Cemento
Me despierto, me lavo la cara, me voy a la cocina. Mi madre me dice buenos días, me manda otra vez al baño a recogerme esos pelos de loca que llevo y, mientras, me pone el desayuno. Cuando vuelvo, en la mesa está mi tazón de leche, y, al lado, un bote de colacao, otro de gofio y otro de cemento. Elijo cemento. Le pongo dos cucharadas a la leche y la remuevo. Veo cómo va naciendo un puerto deportivo pequeñito en la ladera norte del tazón. Luego nace un hotel con talasoterapia y playa artificial.

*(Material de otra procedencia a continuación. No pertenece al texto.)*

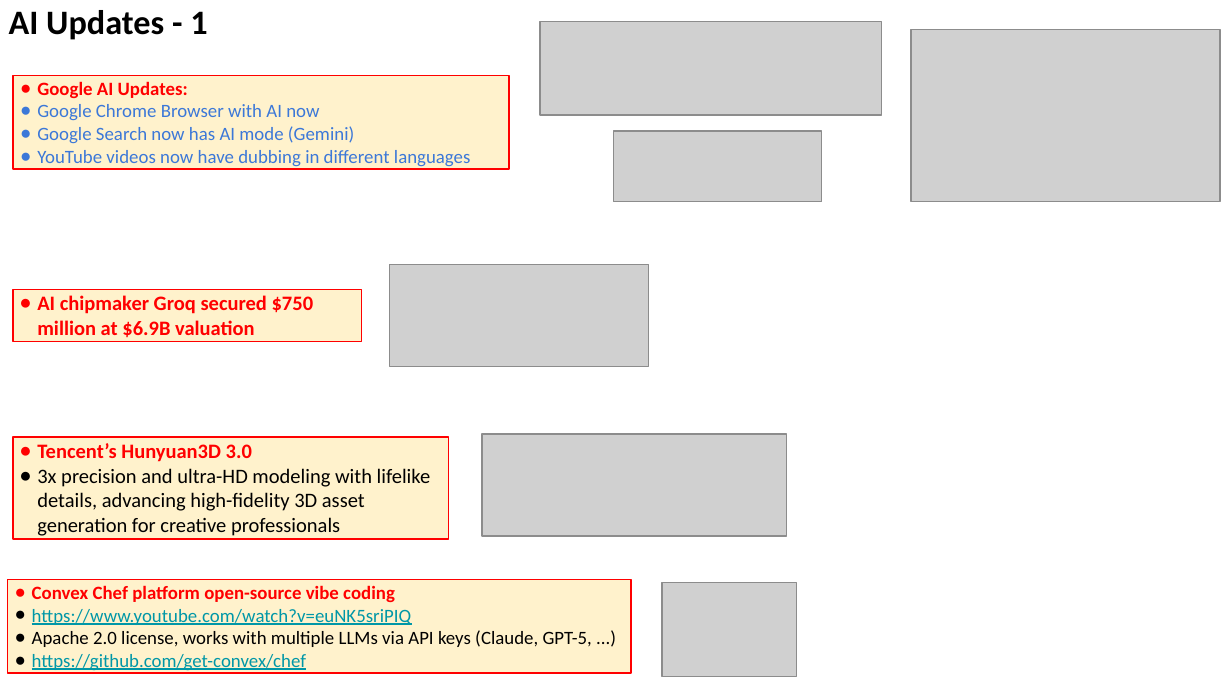
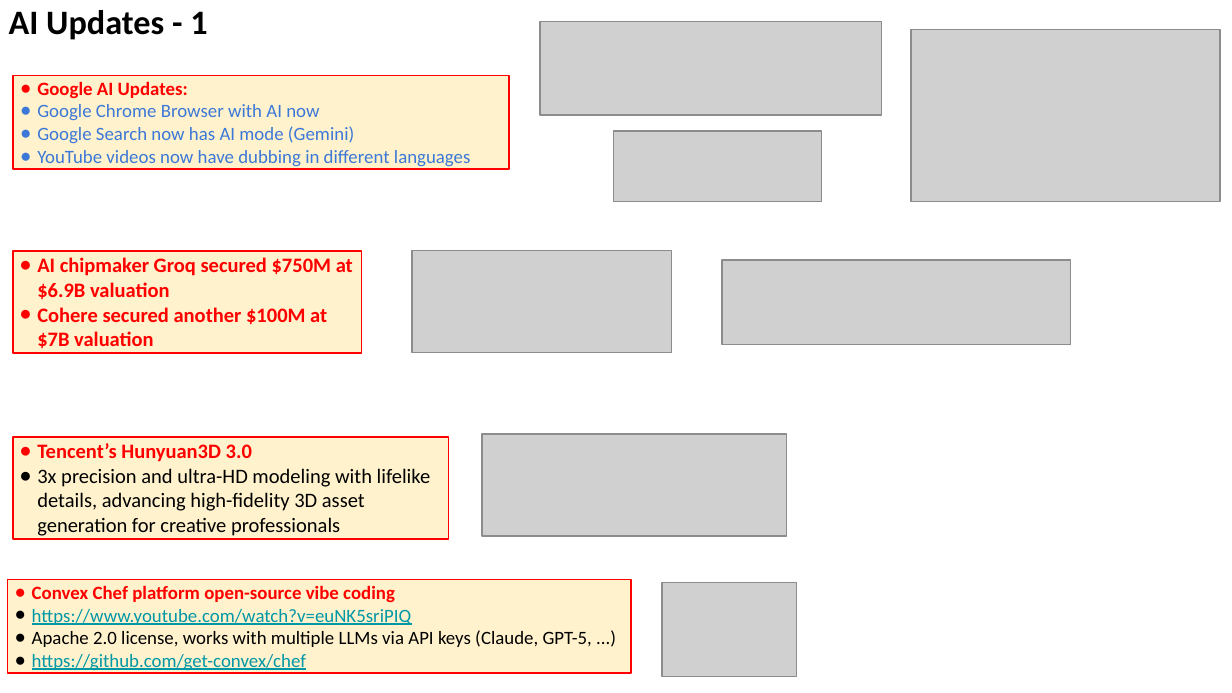
Before and after one commit to lselector/seminar, a slide deck: slide 8 of 2025/2025-09-26-AI-Updates.pptx. Drawn at 1232x693 pixels with LibreOffice and Linux fonts; fonts in the diff are those of the drawing; grey boxes stand for pictures. Boxes give left, top, right and bottom in pixels: in the first picture for what was removed or moved away, otherwise in the second. Text is boxed around its words. In the diff, an @@ line names an element or a change of style, - is before the commit and + after.

```diff
--- a/2025/2025-09-26-AI-Updates.pptx
+++ b/2025/2025-09-26-AI-Updates.pptx
@@ rectangle "AI chipmaker Groq secured $750M ...": place and size @@
-rectangle "AI chipmaker Groq secured $750M ..." at [14,290,362,341]
+rectangle "AI chipmaker Groq secured $750M ..." at [14,251,362,354]
@@ text in rectangle at [37,257,353,348]: text changed @@
-● AI chipmaker Groq secured $750 million at $6.9B valuation
+● AI chipmaker Groq secured $750M at $6.9B valuation
+● Cohere secured another $100M at $7B valuation
@@ picture: place and size @@
-picture at [389,265,648,367]
+picture at [413,250,671,352]
@@ picture added at [722,260,1071,345] @@
```
Also in this commit, not shown: 4 other slides changed, 1 slide added.
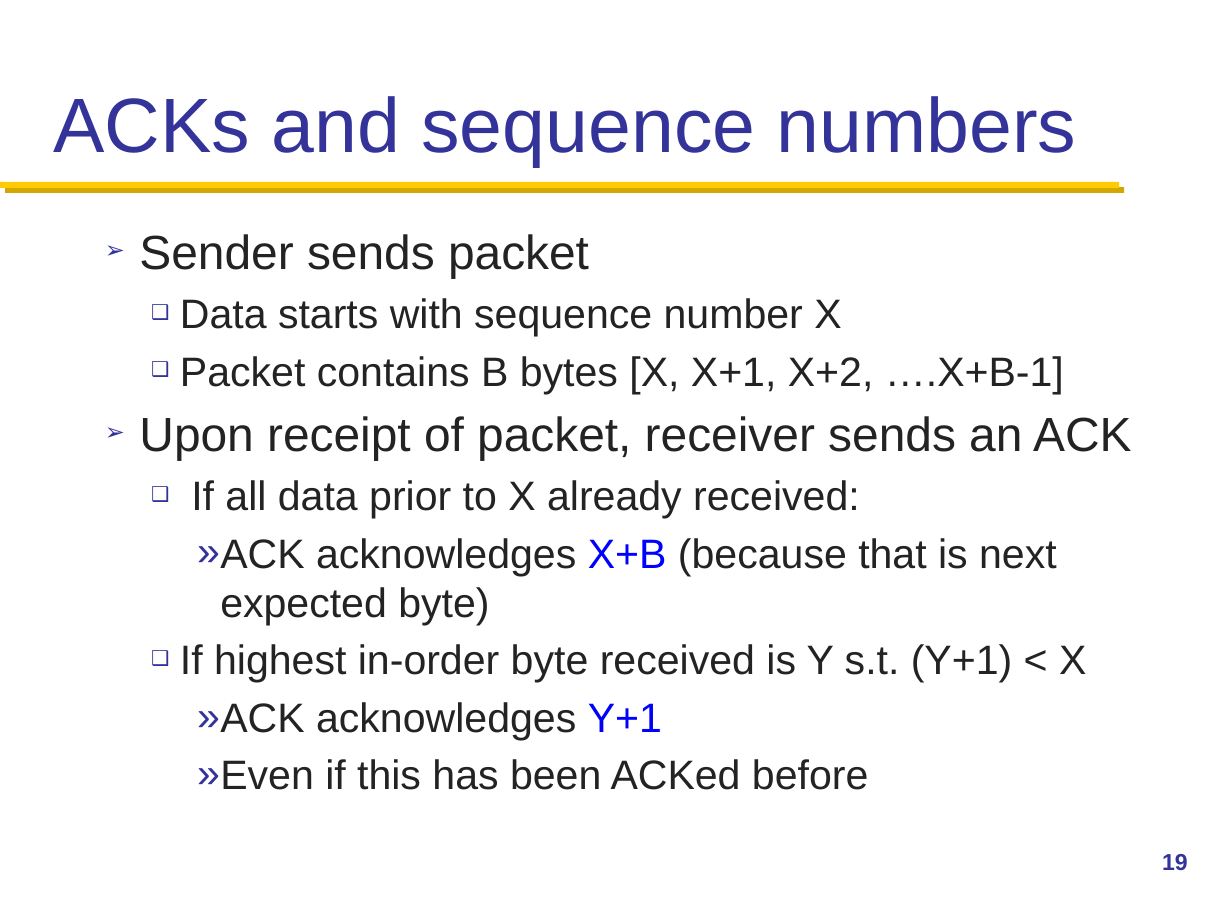
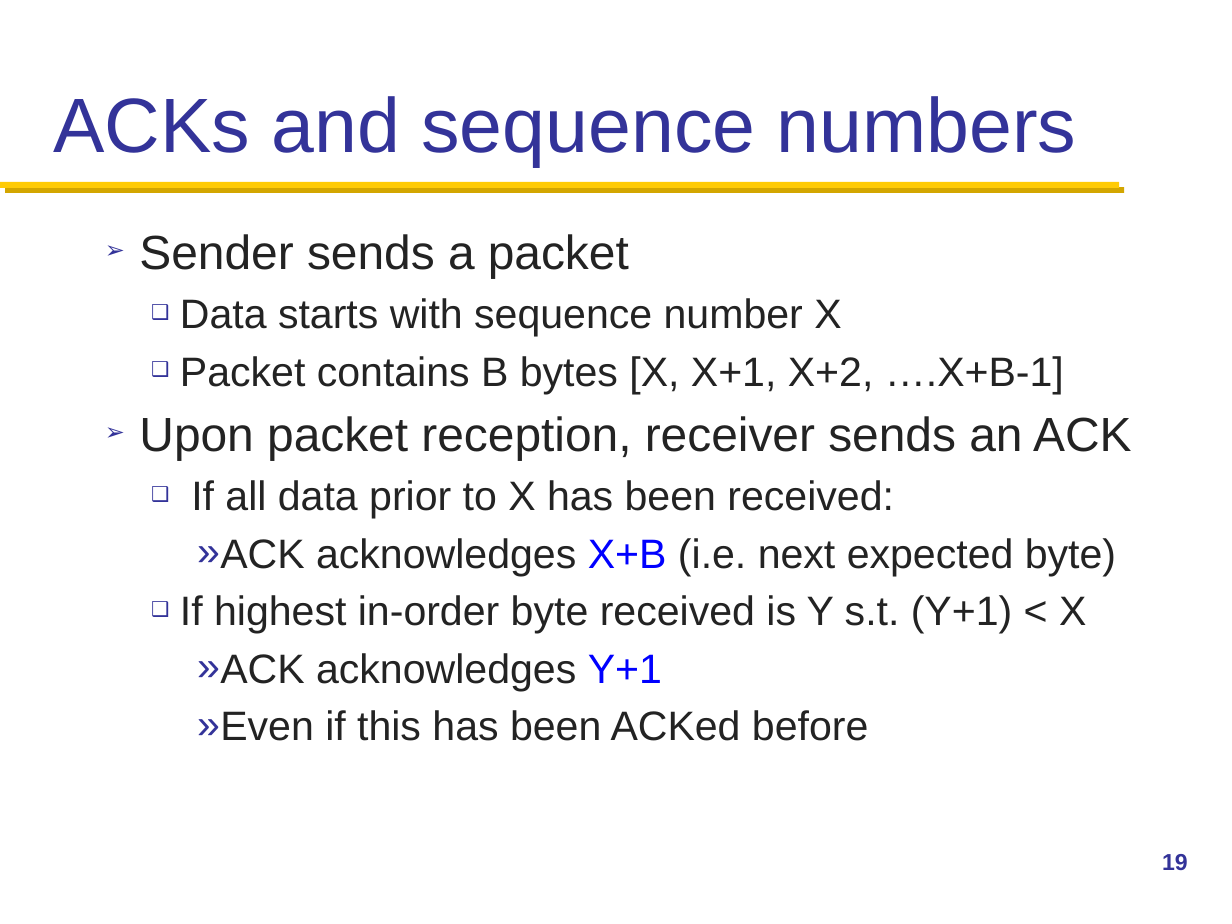
Before and after one commit to henryhxu/CSCI4430-ESTR4120, a slide deck: slide 19 of lec/lec7.pptx. Drawn at 1232x924 pixels with LibreOffice and Linux fonts; fonts in the diff are those of the drawing. Boxes give left, top, right and bottom in pixels: in the first picture for what was removed or moved away, otherwise in the second. Text is boxed around its words. In the diff, an @@ line names an element or a change of style, - is before the commit and + after.

```diff
--- a/lec/lec7.pptx
+++ b/lec/lec7.pptx
@@ text at [139,234,629,278]: text changed @@
-➢ Sender sends packet
+➢ Sender sends a packet
@@ text at [139,416,1131,576]: text changed @@
-➢ Upon receipt of packet, receiver sends an ACK
-  ❑ If all data prior to X already received:
-    » ACK acknowledges X+B (because that is next expected byte)
+➢ Upon packet reception, receiver sends an ACK
+  ❑ If all data prior to X has been received:
+    » ACK acknowledges X+B (i.e. next expected byte)
```
Also in this commit, not shown: 10 other slides changed, 2 slides added.

Mi madre me dice que me beba la leche, pero a mí me da noSequé.
Geyperman hombres–rana
Cuando Juan tenía diez años pidió para Reyes los geyperman hombres–rana. En la caja que había visto en el escaparate del Palacio de los Juguetes venían dos, cada uno con su traje de neopreno, sus aletas, sus gafas, su bombona de oxígeno y su cuchillo amarrado al tobillo. Venía también una zodiac pequeña y un tiburón gris con la boca muy abierta.
Amaneció el día de Reyes y a Juan le trajeron cuatro geyperman del salvaje oeste: dos soldados americanos y dos indios, dos con rifles y dos con tomahawks. Ningún hombre–rana. No entendió nada. La caja de cuatro geyperman, además, debía salir más cara que la de dos. Levantó la vista y se encontró con la mirada de su padre, que le preguntó “¿no te gustan?”. “Sí, sí me gustan”, mintió Juan, “pero como yo había pedido los hombres–rana...”. ”Estos son mucho mejores, ni punto de comparación”, dijo su padre. “Son los soldados del séptimo de caballería contra los apaches: puedes jugar a la conquista del oeste, dar tiros, hacer emboscadas, incendiar fuertes, arrancar cabelleras...”. Juan se calló. Él quería llevarse a los hombres–rana a la playa, meterlos en los charcos, enfrentarlos con pescados de verdad, dejar que los rejos de las aguavivas se les pegasen a los pies, ver cómo se los tragaban las arenas movedizas, ponerlos en la estela de los submarinos nucleares y rescatarlos de la muerte sólo en el último momento. Con los soldados y los indios no sabía qué hacer. Después de un par de días, como les estaba cogiendo coraje, los guardó en el fondo del ropero y procuró olvidarse de ellos.
Pasaron casi treinta años. Juan estaba en una juguetería enorme, comprando regalos de Reyes para sus niños. Y vio una caja de geyperman hombres–rana. Era igual. Sólo que en vez del tiburón, venía una raya con los ojos verdes, fosforescentes, y además una linterna de esas autopropulsadas que se ven en los documentales del fondo del mar. Juan se deslumbró y los compró. Luego, en casa, pensó a quién se los iba a regalar. Le tocaron a Pablo, que tenía diez años, y que no entendió nada cuando abrió el paquete y vio los geyperman hombres–rana. Porque él lo que había pedido era un juego de fórmula uno para la play.